Grid Search: tries every possible combination — thorough but very slow.
Random Search: tries random combinations — much faster, often just as good.
Bayesian Optimization: uses past results to smartly decide what to try next.
THEORY
Q58. What is Semi-Supervised Learning?
Uses a small amount of labeled data + a large amount of unlabeled data. The model learns the
basic rules from labeled data, then uses the structure of unlabeled data to improve. Example: you
have 100 labeled images but 10,000 unlabeled ones. Methods: label propagation, self-training.
THEORY
Q59. What is the difference between Multi-class and Multi-label classification?
Multi-class: each sample belongs to exactly ONE class. Example: digit recognition (0-9) — a digit
can only be one number.
Multi-label: each sample can belong to MULTIPLE classes at once. Example: a news article
tagged as both 'sports' AND 'politics' simultaneously.
THEORY
Q60. What are future trends in Machine Learning?
1. AutoML — automatically selects and tunes models.
2. Federated Learning — train across devices without sharing raw data (privacy-preserving).
3. Explainable AI (XAI) — making black-box models interpretable.
4. Edge AI — running ML on phones and IoT devices.
5. Large Language Models (GPT, BERT) — foundation models.
6. RLHF — training AI from human feedback.
Unit 9 — PU Exam Style Questions
PU EXAM
Q61. What does PAC stand for? (PU Nov 2023)
PAC = Probably Approximately Correct. Introduced by Leslie Valiant in 1984. The idea: with
enough training examples, a machine can learn a hypothesis that's approximately correct most of
the time. 'Probably' refers to the confidence level; 'approximately' refers to acceptable error.
PU EXAM
Q62. Which ML algorithm is based on Bagging? (PU Nov 2023)
Random Forest!
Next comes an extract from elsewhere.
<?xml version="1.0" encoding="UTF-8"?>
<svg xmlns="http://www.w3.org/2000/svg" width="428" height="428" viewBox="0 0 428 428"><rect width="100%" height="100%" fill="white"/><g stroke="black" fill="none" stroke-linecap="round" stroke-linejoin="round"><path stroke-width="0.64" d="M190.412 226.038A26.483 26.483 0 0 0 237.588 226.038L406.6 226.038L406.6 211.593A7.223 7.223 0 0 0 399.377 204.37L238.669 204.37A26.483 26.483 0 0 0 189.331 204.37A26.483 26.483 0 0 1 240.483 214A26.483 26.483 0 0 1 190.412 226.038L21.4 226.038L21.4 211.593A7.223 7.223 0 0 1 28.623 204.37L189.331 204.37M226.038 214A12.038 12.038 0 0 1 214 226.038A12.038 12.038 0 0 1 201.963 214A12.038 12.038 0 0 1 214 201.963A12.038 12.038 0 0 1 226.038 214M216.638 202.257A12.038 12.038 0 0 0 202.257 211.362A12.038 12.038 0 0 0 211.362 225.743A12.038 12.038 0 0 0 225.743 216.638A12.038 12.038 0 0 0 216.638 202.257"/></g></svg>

It trains multiple Decision Trees on random bootstrap samples (sampling with
replacement) and aggregates predictions by majority vote. Each tree also uses a random subset
of features at each split — this is what makes it powerful and avoids all trees being identical.
PU EXAM
Q63. What is a kernel function in SVM? Why is it required? (PU Nov 2023)
A kernel function computes similarity between two points in a higher-dimensional space without
actually transforming them (the kernel trick — saves huge computation). Required when data is
not linearly separable. RBF kernel is most popular. The kernel lets SVM handle complex, curved
decision boundaries.
PU EXAM
Q64. Explain Bayes Theorem and Bayesian Learning. (PU Apr 2024)
Bayes Theorem: P(H|E) = P(E|H) * P(H) / P(E).
P(H) = prior belief before seeing evidence.
P(H|E) = posterior belief after seeing evidence.
Bayesian Learning: combines your prior knowledge with observed data to update beliefs. Handles
noisy data well. Foundation of the Naive Bayes classifier.
PU EXAM
Q65. Explain Q-Learning. (PU Apr 2024)
Q-Learning is a model-free, off-policy RL algorithm. It builds a Q-Table of (state, action) values.
Every time it takes an action, it updates the Q-value using: new Q = old Q + learning_rate *
[reward + discount * best_next_Q - old Q]. It converges to optimal values no matter what policy
you follow while exploring.
PU EXAM
Q66. Differentiate Supervised vs Unsupervised Learning. (PU Nov 2023)
Supervised: data has labels (right answers). Model learns mapping input → output. Algorithms:
Linear Regression, Decision Tree, SVM. Evaluated by accuracy, F1, MSE.
Unsupervised: no labels. Model finds hidden patterns on its own. Algorithms: K-Means, PCA,
DBSCAN. Evaluated by silhouette score, inertia.
PU EXAM
Q67. What is a Genetic Algorithm? (PU Apr 2024)
A nature-inspired optimization algorithm. Starts with a random population of solutions
(chromosomes). Fitness function scores each solution. Selection: keep the best ones. Crossover:
mix two solutions to create offspring. Mutation: randomly change part of a solution to maintain
diversity. Repeat until the best solution is found.
PU EXAM
Q68. Describe applications of ML in today's world. (PU Apr 2024)
Healthcare: disease diagnosis, MRI/X-ray analysis, drug discovery.
Finance: fraud detection, credit scoring, algorithmic trading.
NLP: chatbots (like me!), translation, sentiment analysis.
Computer Vision: face recognition, autonomous vehicles.
Recommendation Systems: Netflix, Amazon, Spotify.
Agriculture: crop yield prediction, pest detection.